Collective exhibitions (selected):

2011  Solo show, Żak Branicka Galerie, Art Basel Statements, Switzerland
2011  Gardener's Responsibility, Georg Kargl BOX, Vienna, Austria
2011  Duet, Goldex Poldex, Cracow, Poland (with Tomasz Kowalski)
2011  Garden, BWA Zielona Góra, Poland
2010  Solo show, Żak Branicka Galerie, ABC Berlin, Germany
2010 Three Videos with Narration, Bunkier Sztuki Gallery of Contemporary Art, Cracow, Poland
2010  Decades, Kunstmuseum Dieselkraftwerk Cottbus, Cottbus, Germany
2010  SPLACE, TV Tower, Berlin, Germany (with Antje Majewski)
2010  Three Videos with Narration, Zak | Branicka, Berlin, Germany

Links

www.agnieszkapolska.com
www.zak-branicka.com
www.georgkargl.com

Agnieszka Polska

is one of the most interesting young Polish artists. She is also one of the very few who are equally precise and meticulous in using the medium of collage and animated film when tackling the issues of affection, perception and reflection on the history of contemporary art with its social and political conditions. Her wonderfully ethereal, visually rich and intuitive narrations are characterised by an interesting use of the philosophical heritage of the 20th century, especially psychoanalysis.
Why have I decided to nominate Agnieszka Polska for the young painters’ competition?
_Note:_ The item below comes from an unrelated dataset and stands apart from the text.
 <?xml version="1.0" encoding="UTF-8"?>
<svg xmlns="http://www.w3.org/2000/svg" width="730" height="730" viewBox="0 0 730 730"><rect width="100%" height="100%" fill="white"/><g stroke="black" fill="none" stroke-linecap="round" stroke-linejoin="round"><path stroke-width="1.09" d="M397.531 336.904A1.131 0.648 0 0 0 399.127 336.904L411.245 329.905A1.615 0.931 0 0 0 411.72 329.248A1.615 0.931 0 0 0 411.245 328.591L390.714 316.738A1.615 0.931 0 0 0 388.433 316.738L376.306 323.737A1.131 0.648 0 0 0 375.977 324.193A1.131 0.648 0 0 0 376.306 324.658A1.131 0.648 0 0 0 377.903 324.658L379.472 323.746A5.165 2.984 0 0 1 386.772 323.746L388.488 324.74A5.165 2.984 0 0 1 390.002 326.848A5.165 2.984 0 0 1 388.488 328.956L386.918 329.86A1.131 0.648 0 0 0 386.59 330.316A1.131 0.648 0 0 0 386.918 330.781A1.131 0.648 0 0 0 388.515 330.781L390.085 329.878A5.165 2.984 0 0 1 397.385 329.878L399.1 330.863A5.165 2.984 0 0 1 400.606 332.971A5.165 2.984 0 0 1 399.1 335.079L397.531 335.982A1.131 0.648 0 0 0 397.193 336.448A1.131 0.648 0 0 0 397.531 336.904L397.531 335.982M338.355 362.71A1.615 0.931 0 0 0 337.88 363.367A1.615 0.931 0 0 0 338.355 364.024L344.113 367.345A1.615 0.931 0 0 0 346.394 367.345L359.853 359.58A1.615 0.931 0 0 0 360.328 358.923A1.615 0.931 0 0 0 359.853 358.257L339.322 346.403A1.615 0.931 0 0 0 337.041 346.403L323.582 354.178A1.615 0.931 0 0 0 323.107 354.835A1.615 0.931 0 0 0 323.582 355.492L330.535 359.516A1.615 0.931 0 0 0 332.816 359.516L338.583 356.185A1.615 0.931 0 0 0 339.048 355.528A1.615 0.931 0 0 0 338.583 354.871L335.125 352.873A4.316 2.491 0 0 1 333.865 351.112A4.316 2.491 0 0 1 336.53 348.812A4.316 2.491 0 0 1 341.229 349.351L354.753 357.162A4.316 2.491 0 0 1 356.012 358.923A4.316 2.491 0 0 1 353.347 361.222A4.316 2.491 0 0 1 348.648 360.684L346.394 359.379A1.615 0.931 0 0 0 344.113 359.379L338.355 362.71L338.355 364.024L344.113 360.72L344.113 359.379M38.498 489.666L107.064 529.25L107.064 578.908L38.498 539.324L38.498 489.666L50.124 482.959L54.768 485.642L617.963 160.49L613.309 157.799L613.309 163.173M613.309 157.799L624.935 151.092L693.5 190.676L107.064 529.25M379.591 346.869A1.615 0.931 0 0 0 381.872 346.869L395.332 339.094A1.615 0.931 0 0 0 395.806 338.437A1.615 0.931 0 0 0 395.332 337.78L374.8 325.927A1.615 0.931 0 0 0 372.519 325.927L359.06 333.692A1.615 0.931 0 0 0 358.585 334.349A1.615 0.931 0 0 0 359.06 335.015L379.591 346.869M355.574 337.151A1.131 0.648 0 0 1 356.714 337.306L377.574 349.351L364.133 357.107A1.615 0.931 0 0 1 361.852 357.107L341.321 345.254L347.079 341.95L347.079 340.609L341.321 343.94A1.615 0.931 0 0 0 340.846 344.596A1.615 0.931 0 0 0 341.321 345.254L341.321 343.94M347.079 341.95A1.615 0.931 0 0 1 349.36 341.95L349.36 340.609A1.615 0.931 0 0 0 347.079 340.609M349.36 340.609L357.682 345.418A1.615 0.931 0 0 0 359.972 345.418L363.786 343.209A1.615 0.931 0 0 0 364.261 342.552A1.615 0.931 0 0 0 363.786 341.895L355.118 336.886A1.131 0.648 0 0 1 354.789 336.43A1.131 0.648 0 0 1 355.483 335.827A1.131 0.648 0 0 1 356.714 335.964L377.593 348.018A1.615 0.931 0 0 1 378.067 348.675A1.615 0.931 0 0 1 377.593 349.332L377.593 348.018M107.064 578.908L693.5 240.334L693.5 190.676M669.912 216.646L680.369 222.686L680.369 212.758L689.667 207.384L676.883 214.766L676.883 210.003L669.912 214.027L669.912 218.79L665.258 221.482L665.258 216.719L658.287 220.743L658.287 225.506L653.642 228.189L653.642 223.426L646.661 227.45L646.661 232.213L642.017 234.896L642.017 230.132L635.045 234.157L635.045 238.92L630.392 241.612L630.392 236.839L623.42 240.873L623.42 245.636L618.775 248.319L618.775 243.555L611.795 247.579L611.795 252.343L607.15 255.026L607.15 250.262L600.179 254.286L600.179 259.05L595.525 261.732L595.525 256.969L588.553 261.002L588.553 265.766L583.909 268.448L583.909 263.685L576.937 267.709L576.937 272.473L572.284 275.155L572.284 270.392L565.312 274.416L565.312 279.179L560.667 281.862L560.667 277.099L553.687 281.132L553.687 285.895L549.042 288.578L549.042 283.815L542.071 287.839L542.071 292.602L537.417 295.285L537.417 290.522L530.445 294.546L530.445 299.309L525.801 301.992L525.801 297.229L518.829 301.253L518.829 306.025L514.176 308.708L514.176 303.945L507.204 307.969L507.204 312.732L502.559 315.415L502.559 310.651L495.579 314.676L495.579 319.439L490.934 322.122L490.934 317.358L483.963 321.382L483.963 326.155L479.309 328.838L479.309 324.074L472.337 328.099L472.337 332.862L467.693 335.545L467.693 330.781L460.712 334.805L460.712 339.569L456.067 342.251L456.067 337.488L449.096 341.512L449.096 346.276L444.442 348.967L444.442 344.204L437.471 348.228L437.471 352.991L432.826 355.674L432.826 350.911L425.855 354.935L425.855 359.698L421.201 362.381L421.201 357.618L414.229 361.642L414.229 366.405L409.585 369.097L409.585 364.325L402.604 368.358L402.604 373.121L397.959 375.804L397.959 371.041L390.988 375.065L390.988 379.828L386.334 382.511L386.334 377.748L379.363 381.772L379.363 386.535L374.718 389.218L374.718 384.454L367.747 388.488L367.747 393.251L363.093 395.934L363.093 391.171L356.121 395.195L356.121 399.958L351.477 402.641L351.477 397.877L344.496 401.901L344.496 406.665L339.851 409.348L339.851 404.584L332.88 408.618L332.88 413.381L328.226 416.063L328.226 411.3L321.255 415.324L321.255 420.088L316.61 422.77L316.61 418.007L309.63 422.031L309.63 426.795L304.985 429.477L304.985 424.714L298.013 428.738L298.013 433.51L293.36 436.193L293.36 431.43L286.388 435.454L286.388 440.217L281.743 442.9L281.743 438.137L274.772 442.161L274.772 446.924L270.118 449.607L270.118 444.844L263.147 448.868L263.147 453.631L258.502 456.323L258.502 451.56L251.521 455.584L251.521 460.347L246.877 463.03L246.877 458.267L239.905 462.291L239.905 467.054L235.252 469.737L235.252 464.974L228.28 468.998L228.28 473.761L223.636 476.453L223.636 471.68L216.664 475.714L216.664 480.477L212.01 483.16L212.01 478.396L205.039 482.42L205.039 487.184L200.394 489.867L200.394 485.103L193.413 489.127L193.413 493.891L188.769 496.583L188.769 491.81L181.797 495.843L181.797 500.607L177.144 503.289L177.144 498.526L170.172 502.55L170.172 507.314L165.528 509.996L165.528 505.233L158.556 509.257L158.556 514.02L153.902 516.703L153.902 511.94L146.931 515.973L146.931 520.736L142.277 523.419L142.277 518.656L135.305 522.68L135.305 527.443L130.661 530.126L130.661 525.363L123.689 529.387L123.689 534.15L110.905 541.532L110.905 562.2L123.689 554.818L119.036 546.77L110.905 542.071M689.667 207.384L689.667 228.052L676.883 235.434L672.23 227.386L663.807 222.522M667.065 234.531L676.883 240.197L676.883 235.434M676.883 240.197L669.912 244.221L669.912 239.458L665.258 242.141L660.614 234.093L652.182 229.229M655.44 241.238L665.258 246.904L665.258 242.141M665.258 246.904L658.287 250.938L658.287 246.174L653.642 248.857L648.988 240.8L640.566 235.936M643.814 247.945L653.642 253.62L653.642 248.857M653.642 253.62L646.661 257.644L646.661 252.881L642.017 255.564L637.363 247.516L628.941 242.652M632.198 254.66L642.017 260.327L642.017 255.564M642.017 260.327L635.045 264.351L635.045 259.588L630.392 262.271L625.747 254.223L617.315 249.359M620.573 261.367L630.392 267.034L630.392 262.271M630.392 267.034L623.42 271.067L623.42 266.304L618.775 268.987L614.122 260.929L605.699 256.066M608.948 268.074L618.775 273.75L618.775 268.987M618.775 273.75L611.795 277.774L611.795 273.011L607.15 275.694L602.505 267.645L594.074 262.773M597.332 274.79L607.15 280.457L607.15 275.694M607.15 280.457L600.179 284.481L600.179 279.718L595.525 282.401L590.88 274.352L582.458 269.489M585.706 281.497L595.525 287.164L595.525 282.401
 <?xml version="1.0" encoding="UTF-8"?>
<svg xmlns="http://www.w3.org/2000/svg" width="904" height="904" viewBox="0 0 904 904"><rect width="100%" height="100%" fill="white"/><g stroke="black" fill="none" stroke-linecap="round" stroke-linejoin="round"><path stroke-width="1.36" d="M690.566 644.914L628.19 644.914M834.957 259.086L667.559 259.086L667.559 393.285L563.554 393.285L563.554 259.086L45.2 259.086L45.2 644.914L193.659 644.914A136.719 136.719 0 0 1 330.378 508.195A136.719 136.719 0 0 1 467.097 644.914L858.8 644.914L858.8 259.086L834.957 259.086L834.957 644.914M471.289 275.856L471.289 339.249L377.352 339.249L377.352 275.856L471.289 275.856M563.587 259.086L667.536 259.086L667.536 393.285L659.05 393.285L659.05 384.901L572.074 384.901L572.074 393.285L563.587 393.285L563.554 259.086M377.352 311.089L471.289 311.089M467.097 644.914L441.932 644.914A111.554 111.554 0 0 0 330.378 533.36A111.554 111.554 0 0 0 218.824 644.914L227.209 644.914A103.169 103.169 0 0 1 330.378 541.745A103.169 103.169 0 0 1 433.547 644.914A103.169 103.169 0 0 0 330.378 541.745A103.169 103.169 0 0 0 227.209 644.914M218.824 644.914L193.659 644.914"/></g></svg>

One of the reasons for my choice is certainly the way she deals with Włodzimierz Borowski’s artistic output, which is representative of the whole trend of conceptual and painting pursuits of Polish art of the 1960’s. “Sensitivity to Colour” (2010) is based on the artist’s black-and-white photographic documentation of his action “8th Syncretic Show” from 1968. The film, initially following the documentary genre, is a walk through the reconstruction of space with a narrative delivered by a voice deceptively similar to that of Krystyna Czubówna, a well-known Polish television reader of wildlife documentaries. It is a walk with the camera sliding gently through the works and details, their reconstructions or impressions, showing their matter and texture in close-up. The reader delivers her lines about the biological nature of Borowski’s forms and quotes a review comparing his objects to coral reefs. This and similar metaphors must have inspired Polska in the way she presents art usually treated with excessive reverence. Here, Borowski’s creation gains extraordinary softness and sensuality, approximating what Lucy Lippard calls “excentric abstraction”. This is also the way Polska deals with the film matter, where the “emotional picture” is built mainly by movement and duration, occasionally accentuated by still frames resembling still lifes, in which she plays with alternating detail and focus. What is also interesting is the way Polska clashes seriousness and the so-called objectivism of conceptual art with the dynamics, sensuality and intimacy of the painter’s gesture, suddenly changing Czubówna’s audio narration into a rhythmical rock ballad, still sticking to the same visual language. In this way, her idea for Borowski’s re-interpretation turns into a critical project, clearly emphasizing her own perspective.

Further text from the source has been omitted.